A qualidade de algumas fotos não é muita pois foram tiradas com o telemóvel. As restantes foram com a Canon EOS 550D.

Como disse no início do tópico, amanhã irei tentar postar as fotografias da parte da noite que, na minha opinião, são mais interessantes


----------



## TiagoLC (30 Ago 2016 às 00:28)

Duarte Sousa disse:


> Depois de alguns dias atribulados, entre o regresso a casa e o retorno à rotina, finalmente consegui arranjar tempo para fazer abrir o tópico.
> 
> Os registos foram feito na aldeia de Signo-Samo, concelho de Pampilhosa da Serra, e nas suas zonas envolventes.
> 
> ...


Brutal! Só me apercebi do desenvolvimento vertical já para o final do dia e estava por essa zona...
Por Pedrógão Grande a noite foi fantástica e penso que na Pampilhosa também, portanto é obrigatório que tenhas fotos boas.


----------



## criz0r (30 Ago 2016 às 11:31)

Fotos brutais, preciso mesmo de comprar uma câmara "decente" para poder contemplar os nossos céus


----------



## Duarte Sousa (30 Ago 2016 às 20:48)

Obrigado @Tiagolco e @criz0r 

Continuando...

Depois da célula ter passado, fui jantar até à vila  - Pampilhosa da Serra.

Depois de ter terminado, enquanto não me vinha embora, fui verificar a imagem de radar e ao verificar uma enorme mancha no quadrante Este, pensei que aquela noite ainda iria ser bastante interessante.
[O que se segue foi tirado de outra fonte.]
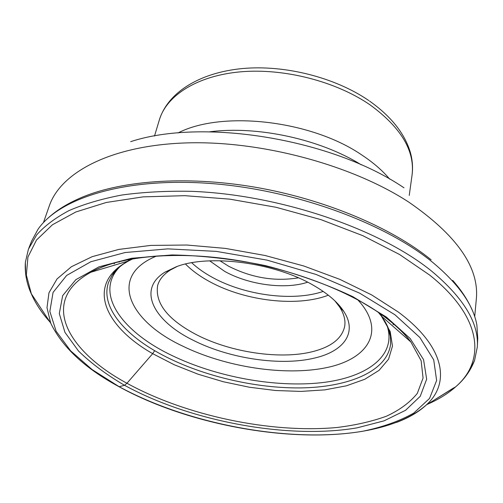 <?xml version="1.0" encoding="UTF-8"?>
<svg xmlns="http://www.w3.org/2000/svg" width="503" height="503" viewBox="0 0 503 503"><rect width="100%" height="100%" fill="white"/><g stroke="black" fill="none" stroke-linecap="round" stroke-linejoin="round"><path stroke-width="0.75" d="M118.563 267.785L111.886 275.606L108.529 282.447C100.795 304.617 120.865 330.93 154.641 350.673L152.686 353.659L126.951 383.255L124.537 385.304C190.593 421.457 287.905 439.666 357.042 427.858L383.996 420.866L405.556 410.297L420.244 396.295L426.657 379.193L423.557 359.62L410.159 338.494L386.348 317.035L352.924 296.72C326.384 284.201 297.242 273.839 265.502 265.628C233.273 259.051 202.105 255.486 172.007 254.939L131.597 258.272L99.028 266.823L75.852 279.662L62.668 295.632L59.291 313.564L64.95 332.357L78.55 351.069C91.068 363.248 106.397 374.66 124.537 385.304L119.167 386.706L92.131 369.579L70.659 350.874L56.116 331.213L49.847 311.401L53.067 292.425L66.648 275.443L90.861 261.73L125.14 252.525L167.857 248.872L216.334 251.387L267.043 260.12L316.079 274.449L359.714 293.199L394.962 314.79L419.898 337.538L433.724 359.871L436.629 380.488L429.543 398.426L413.806 413.057C399.608 421.093 382.519 427.166 362.537 431.285C289.829 443.42 188.531 424.431 119.167 386.706L118.048 386.09M44.572 313.834L32.921 296.179M25.672 274.273L25.345 262.434L28.426 249.161L36.681 234.876C44.698 225.878 55.468 217.786 68.999 210.6C84.076 204.061 101.637 198.88 121.669 195.057C142.953 192.127 165.927 190.876 190.587 191.303C278.914 194.365 379.834 228.865 431.907 271.369C463.923 298.222 479.057 323.442 477.309 347.032L474.58 360.381L469.356 371.013M477.36 346.058L477.756 338.475L476.882 325.039C473.279 304.831 458.554 283.944 432.706 262.39C383.984 222.357 292.633 189.159 208.418 183.331C124.09 177.446 59.297 198.232 37.97 229.337L31.582 241.195L28.784 248.249M453.643 387.914L435.705 399.118M119.186 262.132L119.865 261.422M131.314 259.02L127.19 261.359M154.641 350.673C194.422 373.911 250.94 388.278 299.813 387.92C348.428 387.455 387.511 371.289 390.617 343.951L390.416 336.337L387.593 326.441M382.431 317.009L379.834 313.407M409.304 339.965L408.908 339.412M93.791 270.702L91.508 272.054M219.918 260.724L228.393 266.093C251.387 277.801 274.713 281.718 298.386 277.832M209.669 260.843L224.784 271.444C249.06 284.931 285.151 289.741 307.654 282.208M177.182 266.445L170.416 269.998C163.519 274.405 159.256 279.599 157.621 285.572C154.899 303.416 168.059 319.902 197.107 335.042C231.298 352.521 280.429 359.796 312.501 351.666C331.282 346.913 342.009 338.481 344.681 326.359C345.68 320.248 343.964 313.746 339.531 306.868L334.853 300.819M314.865 357.985C343.87 351.257 357.822 332.571 343.675 311.219C337.645 302.064 327.528 293.406 313.325 285.258C274.431 262.447 209.066 253.94 176.358 266.735L164.833 272.23C136.753 289.565 153.792 321.166 193.479 340.405C229.5 358.67 281.032 366.354 314.865 357.985M427.462 404.267C438.647 399.413 448.11 393.553 455.831 386.688L426.261 405.016C369.567 454.555 213.021 438.685 118.941 386.656C85.082 368.391 62.334 347.215 50.702 323.127L46.993 307.71L48.961 292.803L57.034 278.945L71.451 266.703L92.175 256.668L118.853 249.413L150.762 245.414L186.77 245.024L225.426 248.407L265.018 255.486L303.737 265.974L339.827 279.354L371.748 294.965L398.294 312.036C445.029 346.743 450.751 382.972 426.261 405.016C418.559 412.095 408.568 417.93 396.276 422.507M456.34 386.229C485.804 360.242 482.314 317.009 429.675 275.084L399.539 254.487L362.858 235.687L321.059 219.666L276.002 207.274L229.852 199.157L184.846 195.673L143.072 196.868L106.296 202.47L75.815 211.989L52.444 224.759L36.505 240.025L27.935 257.039L26.351 275.084L31.444 294.154C35.606 303.617 41.768 312.879 49.923 321.951M48.898 217.321C56.883 210.21 66.767 204.036 78.537 198.804C118.243 180.797 184.526 175.251 254.348 187.078C324.139 198.974 391.409 227.438 431.14 259.818M114.936 262.711L114.15 263.861M378.331 312.363L381.4 316.104L390.196 331.559L392.472 346.114L388.567 359.192L379.073 370.353L364.738 379.287L346.378 385.82L324.844 389.869L300.976 391.416L275.581 390.51L249.457 387.247L223.351 381.752L198.025 374.188L174.22 364.744L152.686 353.659C103.649 325.85 85.321 283.535 128.504 260.963L133.157 258.705M383.468 316.003C374.194 309.207 363.537 302.712 351.496 296.512M163.852 255.599C132.83 257.222 108.51 262.767 90.898 272.236C39.001 300.253 66.434 350.742 126.951 383.255C185.953 415.679 270.677 433.599 336.84 427.512C355.256 425.274 371.786 421.501 386.436 416.207C399.728 410.039 410.014 402.425 417.314 393.371L423.073 378.067L421.137 360.726L410.901 342.009C404.393 333.414 395.421 324.869 383.971 316.374M393.245 324.712L393.006 323.341M474.706 316.651L476.328 299.027C479.378 267.552 456.831 235.228 408.688 202.049C351.547 164.802 260.541 140.368 185.701 142.934C110.704 145.48 60.618 172.516 49.294 205.916L43.434 222.622M130.679 141.657C202.986 117.803 332.401 138.973 403.997 187.826M361.336 164.871C320.436 139.243 257.555 125.53 209.701 131.805M178.005 132.955C221.886 110.258 311.074 120.217 361.714 154.924C373.151 162.469 382.475 170.53 389.68 179.112M369.586 101.09C391.145 116.426 404.745 133.559 410.379 152.478C412.485 160.099 413.045 167.612 412.064 175.013C415.006 150.919 401.061 127.573 370.227 104.976C336.086 81.398 284.044 67.999 240.641 71.822C197.176 75.67 166.575 95.469 159.35 119.909L154.496 136.049M323.196 291.419C293.324 301.699 245.477 295.494 212.932 277.675C204.639 273.198 197.566 268.218 191.7 262.748M328.321 295.186C297.38 307.251 245.275 301.064 210.097 281.887C200.225 276.581 192.02 270.633 185.475 264.037M357.815 299.857C386.505 330.767 368.366 359.041 326.604 367.618C284.799 376.363 225.225 367.096 181.904 345.731C128.227 320.417 107.881 275.606 156.71 256.008M386.637 324.429C397.911 355.193 367.391 377.608 321.329 382.714C274.971 387.794 216.196 376.936 171.774 355.414C121.481 331.49 93.395 292.608 120.274 266.351M50.702 323.127L31.173 293.526M31.444 294.154C26.734 283.944 24.704 273.368 25.345 262.434M452.7 280.391C461.232 290.049 467.645 299.769 471.946 309.559M474.58 360.381C470.613 370.592 464.363 379.363 455.831 386.688M111.886 275.606C114.156 271.689 118.029 267.816 123.493 264L128.504 260.963L90.898 272.236C117.909 256.983 171.825 250.752 230.984 259.422C290.174 268.042 349.717 290.803 384.556 316.676C396.056 325.259 404.84 333.709 410.901 342.009L381.4 316.104L384.688 320.945C388.071 326.692 389.976 331.823 390.416 336.337M159.35 119.909C168.09 92.03 200.037 72.621 242.251 68.565C284.698 64.604 335.048 77.38 368.831 100.569M412.064 175.013L409.247 195.428M339.531 306.868L343.675 311.219M170.416 269.998L164.833 272.23M384.927 316.815L386.323 318.135"/></g></svg>

Mal saio do restaurante, sinto um bafo enorme e todo o grupo comentou que estava _tempo de trovoada_. A temperatura estava nos 26ºC e a humidade estava certamente acima dos 80%.

Assim que entrei no carro comecei a gravar, pouco foi o que consegui ver e gravar, mas deu para abrir o apetite ao que se seguiria.

Deixo um vídeo com as descargas que registei. De notar que o número de descargas foi largamente superior ao registado em vídeo, pois na serra eu estava mais concentrado a tirar fotos e só de vez em quando é que me lembrava "Bem, deixa-me lá ver se gravo alguma coisa de jeito" 


Seguem também algumas das primeiras fotos que tirei. Tive de filtrá-las, pois os registos foram imensos. Espero que gostei 































Amanhã vou colocar mais fotos


----------



## Duarte Sousa (31 Ago 2016 às 19:01)

Aqui vão mais umas:


----------



## TiagoLC (1 Set 2016 às 01:28)

Duarte Sousa disse:


> Aqui vão mais umas:


Fantásticos registos como sempre! 
Que abertura e exposição utilizaste?


----------



## Duarte Sousa (2 Set 2016 às 12:29)

Tiagolco disse:


> Fantásticos registos como sempre!
> Que abertura e exposição utilizaste?



Obrigado Tiago 

A exposição foi de 3''2.
A abertura inicialmente era de f/3.5, mas ao verificar que algumas estavam a ficar queimadas, aumentei para f/5.0


----------